Line Count Over Time: From Historical Collection to Graphing

Visualising metrics for the heck of it

Table Of Contents

show

Context
Collecting Data

Telegraf input
Collection script

Filling in Historic Data

Finding old file versions with borg
Inserting the historic data into influxdb
Get file modification time as timestamp
An outline of a script to put it all together

The Grand Result

Context

Having recently started using emacs’ org-mode the other day, an idea I had to keep myself engaged with it is to see how much I’ve added to org files over time. I previously set up a TIG stack, so I have the prerequisites to gather and visualise the data. Strictly speaking, it doesn’t even need the TIG stack- fifteen years ago I was collecting and graphing sensor data using lmsensors and gnuplot, which looked excellent.

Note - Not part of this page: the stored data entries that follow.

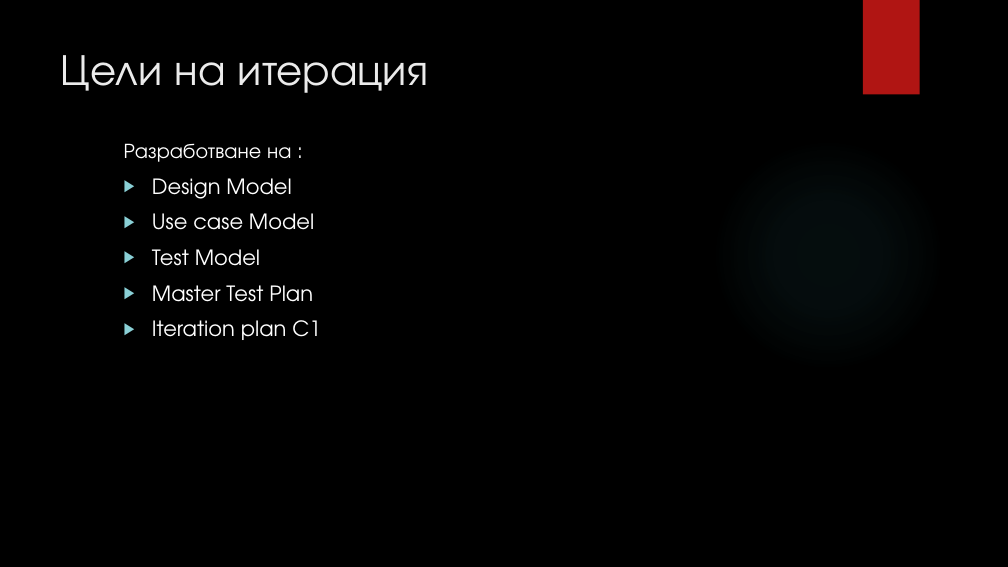
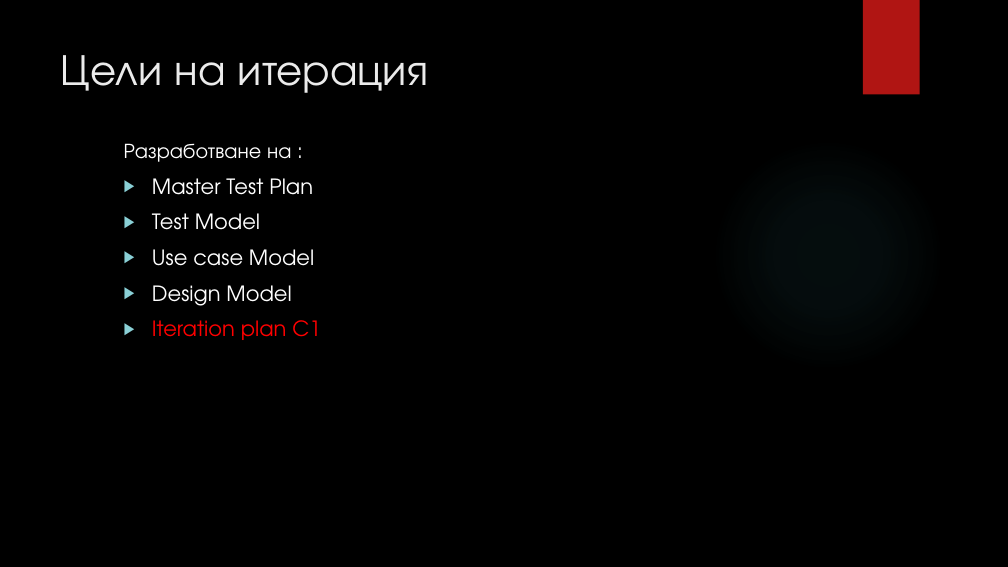
Before and after one commit to fahmiprasetya/PSS, a slide deck: slide 2 of I1/Current_Working_Directory/E3/ABM E3 Presentation.pptx. Drawn at 1008x567 pixels with LibreOffice and Linux fonts; fonts in the diff are those of the drawing; background and template pictures are left out. Boxes give left, top, right and bottom in pixels: in the first picture for what was removed or moved away, otherwise in the second. Text is boxed around its words. In the diff, an @@ line names an element or a change of style, - is before the commit and + after.

```diff
--- a/I1/Current_Working_Directory/E3/ABM E3 Presentation.pptx
+++ b/I1/Current_Working_Directory/E3/ABM E3 Presentation.pptx
@@ text at [152, 178, 314, 266]: paragraphs added @@
+▶ Master Test Plan
+▶ Test Model
+▶ Use case Model
@@ text at [152, 213, 314, 302]: paragraphs removed @@
-▶ Use case Model
-▶ Test Model
-▶ Master Test Plan
@@ text at [152, 320, 321, 340]: text colour #FFFFFF to #FF0000 in "Iteration plan C1" @@
```
Also in this commit, not shown: 27 slides added, 12 other files.

I’m also sorting out a a bit of a backlog of (hledger) financial data, which makes for another excellent candidate- seeing progress in something (a habit, an instrument, a backlog) can be a helpful motivator.

Collecting Data

Telegraf input

Using telegraf’s [[inputs.exec]] input plugin seemed like the way to go (see eg this post in their forums about it). Paying attention to the format is important! I got an “Error in plugin: metric parse error: expected tag at” report in my telegraf log (journalctl -fu telegraf). The line protocol documentation explains the format.

The output format I went with was:

lineCount,file=/path/to/file.name lines=9001
--------- ----------------------- ----------
    |                 |                |
measurement   tag (to filter on)     data

and it worked thereafter:

*(raw data view as I don’t have much to graph just yet)*

for this I set the interval in telegraf.conf to “1m” (one minute) temporarily to get some measurements. I would recommend a more sensible interval, like “15m” or longer, depending on how often you think you’ll be working with an org file and how much resolution you *actually* need!

Collection script

It’s a short script:

#!/bin/bash
COMMONDIR="/path/to/org/file/directory"
FILES=("$COMMONDIR/main.org" "$COMMONDIR/work.org" "$COMMONDIR/home.org")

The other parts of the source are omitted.